Covalent Targeting As a Common Mechanism for Inhibiting NLRP3 Inflammasome Assembly.

The NLRP3 inflammasome is a cytosolic protein complex important for the regulation and secretion of inflammatory cytokines, including IL-1ß and IL-18. Aberrant overactivation of NLRP3 is implicated in numerous inflammatory disorders. However, the activation and regulation of NLRP3 inflammasome signaling remain poorly understood, limiting our ability to develop pharmacologic approaches to target this important inflammatory complex. Here, we developed and implemented a high-throughput screen to identify compounds that inhibit the inflammasome assembly and activity. From this screen, we identify and profile inflammasome inhibition of 20 new covalent compounds across nine different chemical scaffolds, as well as many known inflammasome covalent inhibitors. Intriguingly, our results indicate that NLRP3 possesses numerous reactive cysteines on multiple domains whose covalent targeting blocks the activation of this inflammatory complex. Specifically, focusing on compound VLX1570, which possesses multiple electrophilic moieties, we demonstrate that this compound allows covalent, intermolecular cross-linking of NLRP3 cysteines to inhibit inflammasome assembly. Our results, along with the recent identification of numerous covalent molecules that inhibit NLRP3 inflammasome activation, further support the continued development of electrophilic compounds that target reactive cysteine residues on NLRP3 to regulate its activation and activity.

A high throughput screen for pharmacological inhibitors of the carbohydrate response element.

A central regulator of metabolism, transcription factor carbohydrate response element binding protein (ChREBP) senses and responds to dietary glucose levels by stimulating the transcription of glycolytic and lipogenic enzymes.

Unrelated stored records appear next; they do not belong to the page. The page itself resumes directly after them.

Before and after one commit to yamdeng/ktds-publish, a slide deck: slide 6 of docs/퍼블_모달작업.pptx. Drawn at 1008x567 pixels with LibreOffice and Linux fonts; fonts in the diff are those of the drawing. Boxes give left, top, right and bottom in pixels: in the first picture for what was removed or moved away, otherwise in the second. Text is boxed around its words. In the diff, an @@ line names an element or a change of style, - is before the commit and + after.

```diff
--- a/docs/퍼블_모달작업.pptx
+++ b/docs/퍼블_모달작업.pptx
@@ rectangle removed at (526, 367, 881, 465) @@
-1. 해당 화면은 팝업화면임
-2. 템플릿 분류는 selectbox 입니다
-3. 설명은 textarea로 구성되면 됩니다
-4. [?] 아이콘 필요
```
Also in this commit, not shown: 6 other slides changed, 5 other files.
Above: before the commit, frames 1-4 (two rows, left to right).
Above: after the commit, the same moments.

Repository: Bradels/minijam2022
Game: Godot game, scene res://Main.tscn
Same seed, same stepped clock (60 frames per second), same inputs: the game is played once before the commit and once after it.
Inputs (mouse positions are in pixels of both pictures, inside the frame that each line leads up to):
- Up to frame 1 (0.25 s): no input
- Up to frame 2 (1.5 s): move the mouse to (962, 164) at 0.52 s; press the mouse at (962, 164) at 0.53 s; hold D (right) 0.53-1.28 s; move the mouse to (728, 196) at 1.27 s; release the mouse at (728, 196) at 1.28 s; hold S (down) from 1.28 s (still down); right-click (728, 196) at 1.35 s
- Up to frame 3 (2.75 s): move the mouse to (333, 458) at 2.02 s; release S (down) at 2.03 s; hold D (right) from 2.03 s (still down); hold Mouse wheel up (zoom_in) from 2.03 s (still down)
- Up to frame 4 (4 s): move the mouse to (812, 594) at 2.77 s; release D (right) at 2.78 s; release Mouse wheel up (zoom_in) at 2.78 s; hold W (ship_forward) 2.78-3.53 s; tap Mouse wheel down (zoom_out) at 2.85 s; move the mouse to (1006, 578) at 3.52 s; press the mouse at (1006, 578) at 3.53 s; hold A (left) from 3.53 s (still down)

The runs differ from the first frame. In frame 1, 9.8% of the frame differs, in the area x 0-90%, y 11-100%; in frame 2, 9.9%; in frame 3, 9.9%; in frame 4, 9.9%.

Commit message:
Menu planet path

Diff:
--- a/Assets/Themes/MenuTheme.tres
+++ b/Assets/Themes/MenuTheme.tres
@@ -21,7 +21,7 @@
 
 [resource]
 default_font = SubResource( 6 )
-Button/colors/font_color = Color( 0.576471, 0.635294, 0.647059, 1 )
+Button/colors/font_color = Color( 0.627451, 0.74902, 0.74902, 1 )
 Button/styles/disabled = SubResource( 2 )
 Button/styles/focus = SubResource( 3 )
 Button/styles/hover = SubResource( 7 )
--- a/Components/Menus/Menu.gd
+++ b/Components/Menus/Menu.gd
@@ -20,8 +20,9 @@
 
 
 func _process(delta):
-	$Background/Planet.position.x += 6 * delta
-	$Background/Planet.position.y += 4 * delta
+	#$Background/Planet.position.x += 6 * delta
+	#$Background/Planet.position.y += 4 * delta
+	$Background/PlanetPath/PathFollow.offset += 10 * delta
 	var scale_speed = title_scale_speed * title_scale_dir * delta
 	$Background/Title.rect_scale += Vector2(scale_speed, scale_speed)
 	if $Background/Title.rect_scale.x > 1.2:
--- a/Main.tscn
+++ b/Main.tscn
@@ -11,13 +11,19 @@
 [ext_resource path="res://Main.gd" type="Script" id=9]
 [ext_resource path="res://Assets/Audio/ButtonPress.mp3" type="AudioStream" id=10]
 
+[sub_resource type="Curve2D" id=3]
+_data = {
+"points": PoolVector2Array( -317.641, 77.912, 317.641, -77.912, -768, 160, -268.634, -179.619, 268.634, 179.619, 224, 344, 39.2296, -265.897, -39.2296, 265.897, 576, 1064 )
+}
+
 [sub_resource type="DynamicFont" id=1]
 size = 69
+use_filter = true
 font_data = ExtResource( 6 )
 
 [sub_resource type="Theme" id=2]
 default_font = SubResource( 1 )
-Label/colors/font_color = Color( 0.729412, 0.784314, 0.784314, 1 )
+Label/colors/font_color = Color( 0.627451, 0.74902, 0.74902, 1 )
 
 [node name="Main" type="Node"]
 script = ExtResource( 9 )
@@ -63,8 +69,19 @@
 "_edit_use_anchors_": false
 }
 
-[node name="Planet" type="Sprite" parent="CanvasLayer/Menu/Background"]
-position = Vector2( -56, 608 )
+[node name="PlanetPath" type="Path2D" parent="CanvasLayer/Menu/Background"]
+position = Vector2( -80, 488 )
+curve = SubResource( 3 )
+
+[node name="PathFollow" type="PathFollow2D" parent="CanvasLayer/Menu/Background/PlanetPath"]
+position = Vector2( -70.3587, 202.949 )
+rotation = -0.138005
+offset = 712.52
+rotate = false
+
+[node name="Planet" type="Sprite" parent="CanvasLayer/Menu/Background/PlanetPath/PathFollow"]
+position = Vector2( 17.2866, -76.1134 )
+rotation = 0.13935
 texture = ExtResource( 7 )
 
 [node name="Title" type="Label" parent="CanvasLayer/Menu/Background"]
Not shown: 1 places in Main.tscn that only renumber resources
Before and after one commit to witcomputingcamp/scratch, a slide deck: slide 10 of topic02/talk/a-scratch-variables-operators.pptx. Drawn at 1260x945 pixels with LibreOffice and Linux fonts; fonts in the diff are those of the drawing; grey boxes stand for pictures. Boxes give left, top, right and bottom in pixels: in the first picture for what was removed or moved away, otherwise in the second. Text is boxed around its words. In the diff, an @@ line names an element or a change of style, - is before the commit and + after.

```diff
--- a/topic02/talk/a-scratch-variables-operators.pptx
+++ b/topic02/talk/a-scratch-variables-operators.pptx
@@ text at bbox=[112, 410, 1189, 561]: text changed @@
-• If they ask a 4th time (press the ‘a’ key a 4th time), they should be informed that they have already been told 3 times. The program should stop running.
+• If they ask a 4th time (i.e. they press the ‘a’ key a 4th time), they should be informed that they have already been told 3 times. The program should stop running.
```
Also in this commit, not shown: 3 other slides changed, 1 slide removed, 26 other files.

Genetic depletion of ChREBP rescues ß-cell dysfunction arising from high glucose levels, suggesting that inhibiting ChREBP might represent an attractive therapeutic approach to manage diabetes and other metabolic diseases. However, the molecular mechanisms governing ChREBP activation are poorly understood and chemical tools to probe the cellular activity of ChREBP are lacking. Here, we report a high-throughput pharmacological screen in INS-1E ß-cells that identified novel inhibitors of ChREBP-driven transcription at carbohydrate response element sites, including three putative covalent inhibitors and two likely non-covalent chemical scaffolds. This work affords a pharmacological toolkit to help uncover the signaling logic controlling ChREBP activation and may ultimately reveal potential therapeutic approaches for treating metabolic disease.